È indaffarata a conversare con un uomo senza volto, pieno di scartoffie e parole. Presta attenzione, sembra interessata al discorso dell’altro, ogni tanto dice qualcosa ma riesco a leggere dietro lo specchio dell’iride: è disillusa e turbata. È bella, il viso delicato a forma di oliva, gli zigomi leggermente accentuati con il trucco che evidenzia le parti più affascinanti della sua bellezza. Un leggero velo di rossetto si stende su labbra carnose ma non sfrontate, gli occhi azzurri, grandi, allungati. Ha il naso aquilino, forse un pò troppo ma le dona. Le orecchie piccole, assomigliano a quelle di un bambino … abbasso lo sguardo rapidamente. Si guarda in giro. Sì, si sente osservata. Devo essere più cauto. Ora anche l’uomo si guarda intorno con il viso turbato. Lei gli rivolge un sorriso di facciata.
Non è la bellezza che mi colpisce. Se metto a fuoco ogni piccola parte del viso, so che ci sono ragazze più belle. È qualcos’altro che mi rapisce e mi cattura, un non so che di misterioso, di nascosto. Forse è quel modo di fare distaccato, un’illusione di disinteresse. Invece ascolta, sostiene lo sguardo dell’interlocutore, lo liquida con un movimento impercettibile del capo, con un sussulto delle labbra. L’uomo rimane spiazzato. Capisce che c’è qualcosa che non va ma non sa che ora i suoi discorsi si perdono dietro le spalle di lei.
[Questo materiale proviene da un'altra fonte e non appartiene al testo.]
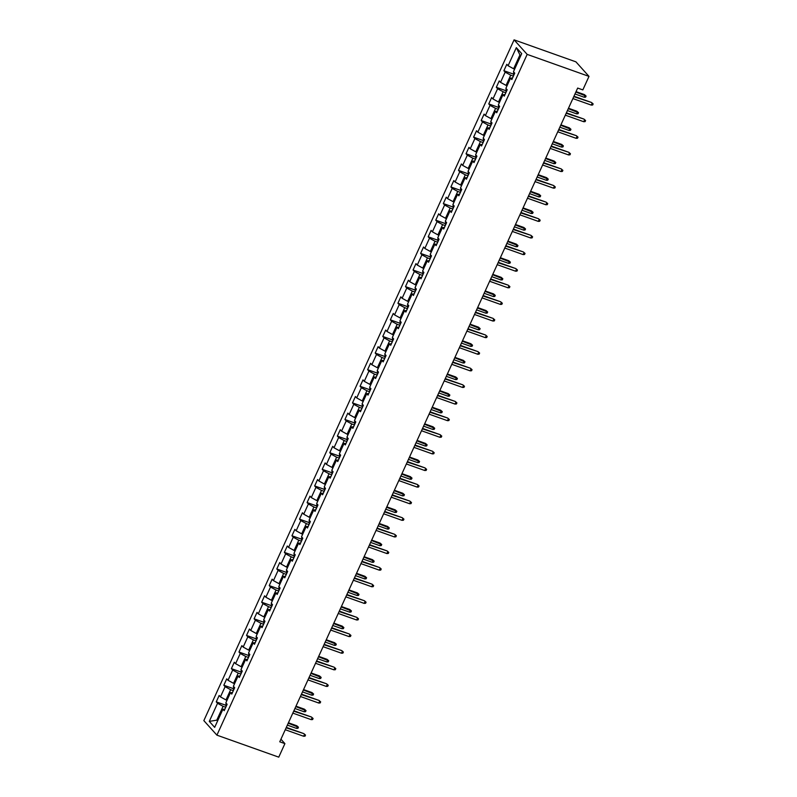 <?xml version="1.0" encoding="UTF-8"?>
<svg xmlns="http://www.w3.org/2000/svg" width="797" height="797" viewBox="0 0 797 797"><rect width="100%" height="100%" fill="white"/><g stroke="black" fill="none" stroke-linecap="round" stroke-linejoin="round"><path stroke-width="1.2" d="M514.085 39.85L203.843 720.618L216.914 735.153L527.166 54.385L514.085 39.85L575.922 61.847L588.993 76.382L527.166 54.385M224.893 709.181L222.911 709.26L224.206 710.695L227.115 704.309L225.83 702.874L230.482 692.653L231.778 694.087L234.687 687.691L233.391 686.257L238.054 676.045L239.349 677.47L242.258 671.084L240.963 669.649L245.625 659.428L246.911 660.862L249.83 654.476L248.534 653.042L253.197 642.82L254.482 644.255L257.391 637.869L256.106 636.434L260.758 626.213L262.054 627.647L264.963 621.261L263.677 619.827L268.33 609.605L269.625 611.04L272.534 604.644L271.239 603.219L275.901 592.998L277.187 594.432L280.106 588.037L278.811 586.602L283.473 576.38L284.758 577.815L287.667 571.429L286.382 569.994L291.035 559.773L292.33 561.208L295.239 554.822L293.954 553.387L298.606 543.165L299.901 544.6L302.81 538.214L301.515 536.779L306.178 526.558L307.473 527.993L310.382 521.607L309.087 520.172L313.749 509.95L315.034 511.385L317.953 504.989L316.658 503.555L321.321 493.333L322.606 494.768L325.515 488.382L324.23 486.947L328.882 476.726L330.177 478.16L333.086 471.774L331.801 470.34L336.454 460.118L337.749 461.553L340.658 455.167L339.363 453.732L344.025 443.511L345.31 444.945L348.229 438.559L346.934 437.125L351.597 426.903L352.882 428.338L355.791 421.942L354.506 420.517L359.168 410.296L360.453 411.72L363.362 405.334L362.077 403.9L366.73 393.678L368.025 395.113L370.934 388.727L369.649 387.292L374.301 377.071L375.596 378.505L378.505 372.119L377.21 370.685L381.873 360.463L383.158 361.898L386.077 355.512L384.782 354.077L389.444 343.856L390.729 345.29L393.638 338.904L392.353 337.47L397.006 327.248L398.301 328.683L401.21 322.287L399.925 320.852L404.577 310.631L405.872 312.065L408.781 305.679L407.486 304.245L412.149 294.023L413.434 295.458L416.353 289.072L415.058 287.637L419.72 277.416L421.005 278.85L423.914 272.464L422.629 271.03L427.292 260.808L428.577 262.243L431.486 255.857L430.201 254.422L434.853 244.201L436.148 245.635L439.057 239.239L437.772 237.805L442.425 227.593L443.72 229.018L446.629 222.632L445.334 221.197L449.996 210.976L451.281 212.41L454.2 206.025L452.905 204.59L457.568 194.368L458.853 195.803L461.762 189.417L460.477 187.982L465.129 177.761L466.424 179.195L469.333 172.81L468.048 171.375L472.701 161.153L473.996 162.588L476.905 156.192L475.61 154.767L480.272 144.546L481.557 145.981L484.476 139.585L483.181 138.15L487.844 127.928L489.129 129.363L492.038 122.977L490.753 121.542L495.415 111.321L496.7 112.756L499.609 106.37L498.324 104.935L502.977 94.713L504.272 96.148L507.181 89.762L505.896 88.328L510.548 78.106L511.843 79.541L514.752 73.155L513.457 71.72L521.706 53.618L516.336 47.641L519.933 54.943L513.627 68.781L514.633 69.14M222.911 709.26L214.672 727.362L209.292 721.385L217.541 703.293L216.256 701.858L225.78 705.245M516.336 47.641L508.087 65.743L506.802 64.308L503.883 70.704L505.178 72.138L500.516 82.35L499.231 80.925L496.322 87.311L497.607 88.746L492.954 98.967L491.659 97.533L488.75 103.919L490.035 105.353L485.383 115.575L484.088 114.14L481.179 120.526L482.474 121.961L477.811 132.182L476.526 130.748L473.607 137.134L474.902 138.568L470.24 148.79L468.955 147.355L466.046 153.751L467.331 155.176L462.668 165.397L461.383 163.963L458.474 170.359L459.759 171.793L455.107 182.015L453.812 180.58L450.903 186.966L452.188 188.401L447.535 198.622L446.24 197.188L443.331 203.574L444.626 205.008L439.964 215.23L438.679 213.795L435.76 220.181L437.055 221.616L432.392 231.837L431.107 230.403L428.198 236.789L429.483 238.223L424.831 248.445L423.536 247.01L420.627 253.406L421.912 254.841L417.259 265.062L415.964 263.628L413.055 270.014L414.35 271.448L409.688 281.67L408.403 280.235L405.484 286.621L406.779 288.056L402.116 298.277L400.831 296.843L397.922 303.229L399.207 304.663L394.545 314.885L393.26 313.45L390.351 319.836L391.636 321.271L386.983 331.492L385.688 330.058L382.779 336.454L384.064 337.878L379.412 348.1L378.117 346.675L375.208 353.061L376.503 354.496L371.84 364.717L370.555 363.283L367.636 369.669L368.931 371.103L364.269 381.325L362.984 379.89L360.075 386.276L361.36 387.711L356.707 397.932L355.412 396.498L352.503 402.883L353.788 404.318L349.136 414.54L347.841 413.105L344.932 419.491L346.227 420.926L341.564 431.147L340.269 429.713L337.36 436.108L338.655 437.543L333.993 447.765L332.708 446.33L329.789 452.716L331.084 454.151L326.421 464.372L325.136 462.937L322.227 469.323L323.512 470.758L318.86 480.98L317.565 479.545L314.656 485.931L315.941 487.365L311.288 497.587L309.993 496.152L307.084 502.538L308.379 503.973L303.717 514.195L302.432 512.76L299.513 519.156L300.808 520.59L296.145 530.802L294.86 529.377L291.951 535.763L293.236 537.198L288.584 547.419L287.289 545.985L284.38 552.371L285.665 553.805L281.012 564.027L279.717 562.592L276.808 568.978L278.103 570.413L273.441 580.634L272.146 579.2L269.237 585.586L270.532 587.02L265.869 597.242L264.584 595.807L261.665 602.203L262.96 603.628L258.298 613.849L257.013 612.415L254.104 618.811L255.389 620.245L250.736 630.467L249.441 629.032L246.532 635.418L247.817 636.853L243.165 647.074L241.87 645.64L238.961 652.026L240.256 653.46L235.593 663.682L234.308 662.247L231.389 668.633L232.684 670.068L228.022 680.289L226.737 678.855L223.827 685.241L225.113 686.675L220.45 696.897L219.165 695.462L216.256 701.858M588.993 76.382L582.836 89.902L577.676 88.069L279.757 741.798L284.908 743.631L280.933 739.208M226.996 700.294L225.989 699.935L230.652 689.714L233.332 690.67M232.465 692.573L230.482 692.653M220.45 696.897L225.989 699.935M225.113 686.675L230.652 689.714M234.567 683.687L233.561 683.328L238.213 673.106L240.903 674.063M240.036 675.966L238.054 676.045M228.022 680.289L233.561 683.328M232.684 670.068L238.213 673.106M242.139 667.079L241.132 666.72L245.785 656.499L248.465 657.455M247.598 659.358L245.625 659.428M235.593 663.682L241.132 666.72M240.256 653.46L245.785 656.499M249.71 650.472L248.694 650.113L253.356 639.891L256.036 640.838M255.17 642.741L253.197 642.82M243.165 647.074L248.694 650.113M247.817 636.853L253.356 639.891M257.282 633.864L256.265 633.505L260.928 623.284L263.608 624.23M262.741 626.133L260.758 626.213M250.736 630.467L256.265 633.505M255.389 620.245L260.928 623.284M264.843 617.247L263.837 616.888L268.499 606.666L271.179 607.623M270.313 609.526L268.33 609.605M258.298 613.849L263.837 616.888M262.96 603.628L268.499 606.666M272.415 600.639L271.408 600.28L276.061 590.059L278.751 591.015M277.884 592.918L275.901 592.998M265.869 597.242L271.408 600.28M270.532 587.02L276.061 590.059M279.986 584.032L278.98 583.673L283.632 573.451L286.312 574.408M285.446 576.311L283.473 576.38M273.441 580.634L278.98 583.673M278.103 570.413L283.632 573.451M287.558 567.424L286.541 567.066L291.204 556.844L293.884 557.8M293.017 559.703L291.035 559.773M281.012 564.027L286.541 567.066M285.665 553.805L291.204 556.844M295.119 550.817L294.113 550.458L298.775 540.236L301.455 541.183M300.589 543.086L298.606 543.165M288.584 547.419L294.113 550.458M293.236 537.198L298.775 540.236M302.691 534.199L301.684 533.841L306.347 523.619L309.027 524.575M308.16 526.478L306.178 526.558M296.145 530.802L301.684 533.841M300.808 520.59L306.347 523.619M310.262 517.592L309.256 517.233L313.908 507.012L316.588 507.968M315.722 509.871L313.749 509.95M303.717 514.195L309.256 517.233M308.379 503.973L313.908 507.012M317.834 500.984L316.827 500.626L321.48 490.404L324.16 491.36M323.293 493.263L321.321 493.333M311.288 497.587L316.827 500.626M315.941 487.365L321.48 490.404M325.405 484.377L324.389 484.018L329.051 473.797L331.731 474.753M330.865 476.656L328.882 476.726M318.86 480.98L324.389 484.018M323.512 470.758L329.051 473.797M332.967 467.769L331.96 467.411L336.623 457.189L339.303 458.136M338.436 460.038L336.454 460.118M326.421 464.372L331.96 467.411M331.084 454.151L336.623 457.189M340.538 451.152L339.532 450.793L344.184 440.572L346.874 441.528M346.008 443.431L344.025 443.511M333.993 447.765L339.532 450.793M338.655 437.543L344.184 440.572M348.11 434.544L347.103 434.186L351.756 423.964L354.436 424.921M353.569 426.823L351.597 426.903M341.564 431.147L347.103 434.186M346.227 420.926L351.756 423.964M355.681 417.937L354.665 417.578L359.327 407.357L362.007 408.313M361.141 410.216L359.168 410.296M349.136 414.54L354.665 417.578M353.788 404.318L359.327 407.357M363.243 401.329L362.237 400.971L366.899 390.749L369.579 391.706M368.712 393.608L366.73 393.678M356.707 397.932L362.237 400.971M361.36 387.711L366.899 390.749M370.814 384.722L369.808 384.363L374.47 374.142L377.15 375.098M376.284 376.991L374.301 377.071M364.269 381.325L369.808 384.363M368.931 371.103L374.47 374.142M378.386 368.114L377.38 367.756L382.032 357.534L384.712 358.481M383.845 360.383L381.873 360.463M371.84 364.717L377.38 367.756M376.503 354.496L382.032 357.534M385.957 351.497L384.951 351.138L389.603 340.917L392.283 341.873M391.417 343.776L389.444 343.856M379.412 348.1L384.951 351.138M384.064 337.878L389.603 340.917M393.529 334.889L392.513 334.531L397.175 324.309L399.855 325.266M398.988 327.168L397.006 327.248M386.983 331.492L392.513 334.531M391.636 321.271L397.175 324.309M401.09 318.282L400.084 317.923L404.746 307.702L407.426 308.658M406.56 310.561L404.577 310.631M394.545 314.885L400.084 317.923M399.207 304.663L404.746 307.702M408.662 301.674L407.656 301.316L412.308 291.094L414.998 292.051M414.131 293.954L412.149 294.023M402.116 298.277L407.656 301.316M406.779 288.056L412.308 291.094M416.233 285.067L415.227 284.708L419.88 274.487L422.559 275.433M421.693 277.336L419.72 277.416M409.688 281.67L415.227 284.708M414.35 271.448L419.88 274.487M423.805 268.45L422.789 268.091L427.451 257.869L430.131 258.826M429.264 260.729L427.292 260.808M417.259 265.062L422.789 268.091M421.912 254.841L427.451 257.869M431.376 251.842L430.36 251.483L435.023 241.262L437.702 242.218M436.836 244.121L434.853 244.201M424.831 248.445L430.36 251.483M429.483 238.223L435.023 241.262M438.938 235.235L437.932 234.876L442.594 224.654L445.274 225.611M444.407 227.514L442.425 227.593M432.392 231.837L437.932 234.876M437.055 221.616L442.594 224.654M446.509 218.627L445.503 218.268L450.156 208.047L452.835 209.003M451.969 210.906L449.996 210.976M439.964 215.23L445.503 218.268M444.626 205.008L450.156 208.047M454.081 202.02L453.075 201.661L457.727 191.439L460.407 192.386M459.54 194.289L457.568 194.368M447.535 198.622L453.075 201.661M452.188 188.401L457.727 191.439M461.652 185.412L460.636 185.043L465.299 174.832L467.978 175.778M467.112 177.681L465.129 177.761M455.107 182.015L460.636 185.043M459.759 171.793L465.299 174.832M469.214 168.795L468.208 168.436L472.87 158.214L475.55 159.171M474.683 161.074L472.701 161.153M462.668 165.397L468.208 168.436M467.331 155.176L472.87 158.214M476.785 152.187L475.779 151.828L480.432 141.607L483.121 142.563M482.255 144.466L480.272 144.546M470.24 148.79L475.779 151.828M474.902 138.568L480.432 141.607M484.357 135.58L483.351 135.221L488.003 124.999L490.683 125.956M489.816 127.859L487.844 127.928M477.811 132.182L483.351 135.221M482.474 121.961L488.003 124.999M491.928 118.972L490.912 118.614L495.575 108.392L498.255 109.348M497.388 111.251L495.415 111.321M485.383 115.575L490.912 118.614M490.035 105.353L495.575 108.392M499.5 102.365L498.484 102.006L503.146 91.785L505.826 92.731M504.959 94.634L502.977 94.713M492.954 98.967L498.484 102.006M497.607 88.746L503.146 91.785M507.061 85.747L506.055 85.389L510.718 75.167L513.398 76.123M512.531 78.026L510.548 78.106M500.516 82.35L506.055 85.389M505.178 72.138L510.718 75.167M508.087 65.743L513.627 68.781M284.908 743.631L278.751 757.15L216.914 735.153M520.71 55.81L519.933 54.943M217.78 720.528L216.774 720.169L217.551 721.036M225.76 707.278L223.08 706.321L216.774 720.169L209.292 721.385M217.541 703.293L223.08 706.321M503.883 70.704L513.417 74.091M496.322 87.311L505.846 90.699M488.75 103.919L498.274 107.306M481.179 120.526L490.703 123.914M473.607 137.134L483.131 140.521M466.046 153.751L475.57 157.139M458.474 170.359L467.998 173.746M450.903 186.966L460.427 190.353M443.331 203.574L452.855 206.961M435.76 220.181L445.294 223.568M428.198 236.789L437.722 240.186M420.627 253.406L430.151 256.793M413.055 270.014L422.579 273.401M405.484 286.621L415.008 290.008M397.922 303.229L407.446 306.616M390.351 319.836L399.875 323.223M382.779 336.454L392.303 339.841M375.208 353.061L384.732 356.448M367.636 369.669L377.17 373.056M360.075 386.276L369.599 389.663M352.503 402.883L362.027 406.271M344.932 419.491L354.456 422.888M337.36 436.108L346.884 439.496M329.789 452.716L339.323 456.103M322.227 469.323L331.751 472.711M314.656 485.931L324.18 489.318M307.084 502.538L316.608 505.936M299.513 519.156L309.037 522.543M291.951 535.763L301.475 539.151M284.38 552.371L293.904 555.758M276.808 568.978L286.332 572.366M269.237 585.586L278.761 588.973M261.665 602.203L271.199 605.59M254.104 618.811L263.628 622.198M246.532 635.418L256.056 638.805M238.961 652.026L248.485 655.413M231.389 668.633L240.913 672.02M223.827 685.241L233.352 688.638M573.77 96.646L591.513 102.484L593.157 103.939L592.151 103.192L591.284 105.104L572.894 98.569M591.513 102.484L573.96 96.238M593.157 103.939L592.669 105.005L591.284 105.104M513.676 71.959L513.487 74.709A3.158 0.608 24.5 0 0 513.886 75.057M584.45 94.624L586.094 96.078L585.606 97.144L584.211 97.254L585.088 95.331L584.45 94.624L576.052 91.635M586.094 96.078L575.862 92.053M584.211 97.254L574.986 93.966M566.199 113.264L583.952 119.092L585.586 120.546L584.59 119.799L583.713 121.712L565.322 115.176M583.952 119.092L566.388 112.845M585.586 120.546L585.108 121.612L583.713 121.712M558.627 129.871L576.38 135.699L578.024 137.154L577.018 136.407L576.141 138.329L557.761 131.784M576.38 135.699L558.817 129.453M578.024 137.154L577.536 138.22L576.141 138.329M506.105 88.567L505.916 91.316A3.158 0.608 24.5 0 0 506.314 91.665M576.879 111.231L578.522 112.686L578.034 113.752L576.639 113.861L577.516 111.939L576.879 111.231L568.48 108.253M578.522 112.686L568.291 108.661M576.639 113.861L567.424 110.574M498.543 105.174L498.354 107.934A3.158 0.608 24.5 0 0 498.743 108.272M569.307 127.849L570.951 129.293L570.463 130.359L569.078 130.469L569.945 128.556L569.307 127.849L560.909 124.86M570.951 129.293L560.729 125.268M569.078 130.469L559.853 127.191M551.056 146.479L568.809 152.307L570.453 153.761L569.447 153.014L568.57 154.937L550.189 148.391M568.809 152.307L551.245 146.06M570.453 153.761L569.965 154.827L568.57 154.937M543.494 163.086L561.237 168.924L562.881 170.369L561.875 169.631L561.008 171.544L542.618 164.999M561.237 168.924L543.684 162.678M562.881 170.369L562.393 171.435L561.008 171.544M535.923 179.694L553.676 185.532L555.31 186.986L554.304 186.239L553.437 188.152L535.046 181.616M553.676 185.532L536.112 179.285M555.31 186.986L554.822 188.042L553.437 188.152M490.972 121.782L490.783 124.541A3.158 0.608 24.5 0 0 491.171 124.88M561.746 144.456L563.379 145.911L562.901 146.967L561.506 147.076L562.373 145.164L561.746 144.456L553.347 141.468M563.379 145.911L553.158 141.876M561.506 147.076L552.281 143.799M483.4 138.399L483.211 141.149A3.158 0.608 24.5 0 0 483.61 141.487M554.174 161.064L555.808 162.518L555.33 163.584L553.935 163.684L554.812 161.771L554.174 161.064L545.776 158.075M555.808 162.518L545.586 158.493M553.935 163.684L544.71 160.406M475.829 155.007L475.64 157.756A3.158 0.608 24.5 0 0 476.038 158.105M546.603 177.671L548.246 179.126L547.758 180.192L546.363 180.301L547.24 178.379L546.603 177.671L538.204 174.682M548.246 179.126L538.015 175.101M546.363 180.301L537.148 177.014M468.257 171.614L468.068 174.324A3.158 0.608 24.5 0 0 468.467 174.712M468.068 174.324L468.955 172.381M539.031 194.279L540.675 195.733L540.187 196.799L538.792 196.909L539.669 194.986L539.031 194.279L530.633 191.29M540.675 195.733L530.443 191.708M538.792 196.909L529.577 193.621M460.696 188.222L460.507 190.981A3.158 0.608 24.5 0 0 460.895 191.32M531.46 210.896L533.103 212.341L532.615 213.407L531.23 213.516L532.097 211.603L531.46 210.896L523.071 207.907M533.103 212.341L522.882 208.316M531.23 213.516L522.005 210.239M453.124 204.829L452.935 207.589A3.158 0.608 24.5 0 0 453.334 207.927M523.898 227.504L525.532 228.958L525.054 230.014L523.659 230.124L524.536 228.211L523.898 227.504L515.5 224.515M525.532 228.958L515.31 224.923M523.659 230.124L514.434 226.846M445.553 221.446L445.364 224.196A3.158 0.608 24.5 0 0 445.762 224.535M516.326 244.111L517.97 245.566L517.482 246.632L516.087 246.731L516.964 244.818L516.326 244.111L507.928 241.122M517.97 245.566L507.739 241.541M516.087 246.731L506.862 243.454M437.981 238.054L437.792 240.804A3.158 0.608 24.5 0 0 438.191 241.142M508.755 260.719L510.399 262.173L509.911 263.239L508.516 263.339L509.393 261.426L508.755 260.719L500.357 257.73M510.399 262.173L500.167 258.148M508.516 263.339L499.301 260.061M430.42 254.661L430.231 257.411A3.158 0.608 24.5 0 0 430.619 257.76M501.183 277.326L502.827 278.781L502.339 279.847L500.954 279.956L501.821 278.033L501.183 277.326L492.785 274.337M502.827 278.781L492.606 274.756M500.954 279.956L491.729 276.669M422.848 271.269L422.659 274.029A3.158 0.608 24.5 0 0 423.048 274.367M493.622 293.934L495.256 295.388L494.778 296.454L493.383 296.564L494.25 294.641L493.622 293.934L485.224 290.955M495.256 295.388L485.034 291.363M493.383 296.564L484.158 293.286M415.277 287.876L415.088 290.636A3.158 0.608 24.5 0 0 415.486 290.975M486.05 310.551L487.684 311.996L487.206 313.062L485.811 313.171L486.688 311.258L486.05 310.551L477.652 307.562M487.684 311.996L477.463 307.971M485.811 313.171L476.586 309.894M407.705 304.484L407.516 307.243A3.158 0.608 24.5 0 0 407.915 307.582M478.479 327.159L480.123 328.613L479.635 329.679L478.24 329.779L479.117 327.866L478.479 327.159L470.081 324.17M480.123 328.613L469.891 324.588M478.24 329.779L469.025 326.501M400.134 321.101L399.945 323.851A3.158 0.608 24.5 0 0 400.343 324.19M470.907 343.766L472.551 345.221L472.063 346.287L470.668 346.386L471.545 344.473L470.907 343.766L462.509 340.777M472.551 345.221L462.32 341.196M470.668 346.386L461.453 343.108M392.572 337.709L392.383 340.458A3.158 0.608 24.5 0 0 392.772 340.807M463.336 360.374L464.98 361.828L464.492 362.894L463.107 363.004L463.974 361.081L463.336 360.374L454.948 357.385M464.98 361.828L454.758 357.803M463.107 363.004L453.882 359.716M385.001 354.316L384.812 357.066A3.158 0.608 24.5 0 0 385.2 357.415M455.774 376.981L457.408 378.436L456.93 379.502L455.535 379.611L456.412 377.688L455.774 376.981L447.376 374.002M457.408 378.436L447.187 374.411M455.535 379.611L446.31 376.323M377.429 370.924L377.24 373.683A3.158 0.608 24.5 0 0 377.639 374.022M448.203 393.598L449.847 395.043L449.359 396.109L447.964 396.219L448.841 394.306L448.203 393.598L439.805 390.61M449.847 395.043L439.615 391.018M447.964 396.219L438.739 392.941M369.858 387.531L369.669 390.291A3.158 0.608 24.5 0 0 370.067 390.63M440.631 410.206L442.275 411.66L441.787 412.716L440.392 412.826L441.269 410.913L440.631 410.206L432.233 407.217M442.275 411.66L432.044 407.626M440.392 412.826L431.177 409.548M362.296 404.149L362.107 406.898A3.158 0.608 24.5 0 0 362.496 407.237M433.06 426.813L434.704 428.268L434.216 429.334L432.831 429.434L433.698 427.521L433.06 426.813L424.662 423.825M434.704 428.268L424.472 424.243M432.831 429.434L423.605 426.156M354.725 420.756L354.535 423.506A3.158 0.608 24.5 0 0 354.924 423.855M425.498 443.421L427.132 444.875L426.654 445.941L425.259 446.041L426.126 444.128L425.498 443.421L417.1 440.432M427.132 444.875L416.911 440.851M425.259 446.041L416.034 442.763M528.351 196.301L546.104 202.139L547.738 203.594L546.742 202.846L545.865 204.759L527.475 198.224M546.104 202.139L528.541 195.893M547.738 203.594L547.26 204.66L545.865 204.759M520.78 212.919L538.533 218.747L540.177 220.201L539.171 219.454L538.294 221.377L519.913 214.831M538.533 218.747L520.969 212.5M540.177 220.201L539.689 221.267L538.294 221.377M513.218 229.526L530.961 235.354L532.605 236.809L531.599 236.061L530.722 237.984L512.341 231.439M530.961 235.354L513.398 229.108M532.605 236.809L532.117 237.875L530.722 237.984M505.647 246.134L523.39 251.972L525.034 253.416L524.028 252.679L523.161 254.592L504.77 248.046M523.39 251.972L505.836 245.715M525.034 253.416L524.546 254.482L523.161 254.592M498.075 262.741L515.828 268.579L517.462 270.034L516.456 269.286L515.589 271.199L497.198 264.664M515.828 268.579L498.264 262.333M517.462 270.034L516.984 271.09L515.589 271.199M490.504 279.348L508.257 285.187L509.901 286.641L508.894 285.894L508.018 287.807L489.637 281.271M508.257 285.187L490.693 278.94M509.901 286.641L509.413 287.707L508.018 287.807M482.932 295.966L500.685 301.794L502.329 303.249L501.323 302.501L500.446 304.414L482.065 297.879M500.685 301.794L483.121 295.548M502.329 303.249L501.841 304.315L500.446 304.414M475.371 312.573L493.114 318.401L494.758 319.856L493.751 319.109L492.875 321.032L474.494 314.486M493.114 318.401L475.56 312.155M494.758 319.856L494.27 320.922L492.875 321.032M467.799 329.181L485.552 335.009L487.186 336.464L486.18 335.716L485.313 337.639L466.922 331.094M485.552 335.009L467.988 328.762M487.186 336.464L486.698 337.529L485.313 337.639M460.228 345.788L477.981 351.626L479.615 353.071L478.618 352.334L477.742 354.247L459.351 347.701M477.981 351.626L460.417 345.38M479.615 353.071L479.136 354.137L477.742 354.247M452.656 362.396L470.409 368.234L472.053 369.688L471.047 368.941L470.17 370.854L451.789 364.319M470.409 368.234L452.845 361.987M472.053 369.688L471.565 370.744L470.17 370.854M445.095 379.003L462.838 384.841L464.482 386.296L463.475 385.549L462.599 387.462L444.218 380.926M462.838 384.841L445.274 378.595M464.482 386.296L463.993 387.362L462.599 387.462M437.523 395.621L455.266 401.449L456.91 402.903L455.904 402.156L455.037 404.079L436.646 397.534M455.266 401.449L437.712 395.202M456.91 402.903L456.422 403.969L455.037 404.079M429.952 412.228L447.705 418.056L449.339 419.511L448.332 418.764L447.466 420.686L429.075 414.141M447.705 418.056L430.141 411.81M449.339 419.511L448.86 420.577L447.466 420.686M422.38 428.836L440.133 434.674L441.767 436.118L440.771 435.381L439.894 437.294L421.513 430.749M440.133 434.674L422.569 428.427M441.767 436.118L441.289 437.184L439.894 437.294M414.809 445.443L432.562 451.281L434.206 452.736L433.199 451.989L432.323 453.901L413.942 447.366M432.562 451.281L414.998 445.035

Lei continua a guardarsi intorno. Pattuglia l’ambiente con occhio vigile. Mi nascondo sempre più difficilmente. L’uomo davanti a lei chiude le sue cose in una valigetta di pelle nera con fare indispettito. Osserva confuso tra gli sguardi dei clienti. Le si rivolge con fare brusco girando i tacchi e piantandola in asso. Lei prende la tazza del thè e lo porta alle labbra. Ne beve un piccolo sorso, quel tanto che basta per farle muovere la trachea. Con fare pacato la posa sul piattino. Sembra seguire un percorso tutto suo.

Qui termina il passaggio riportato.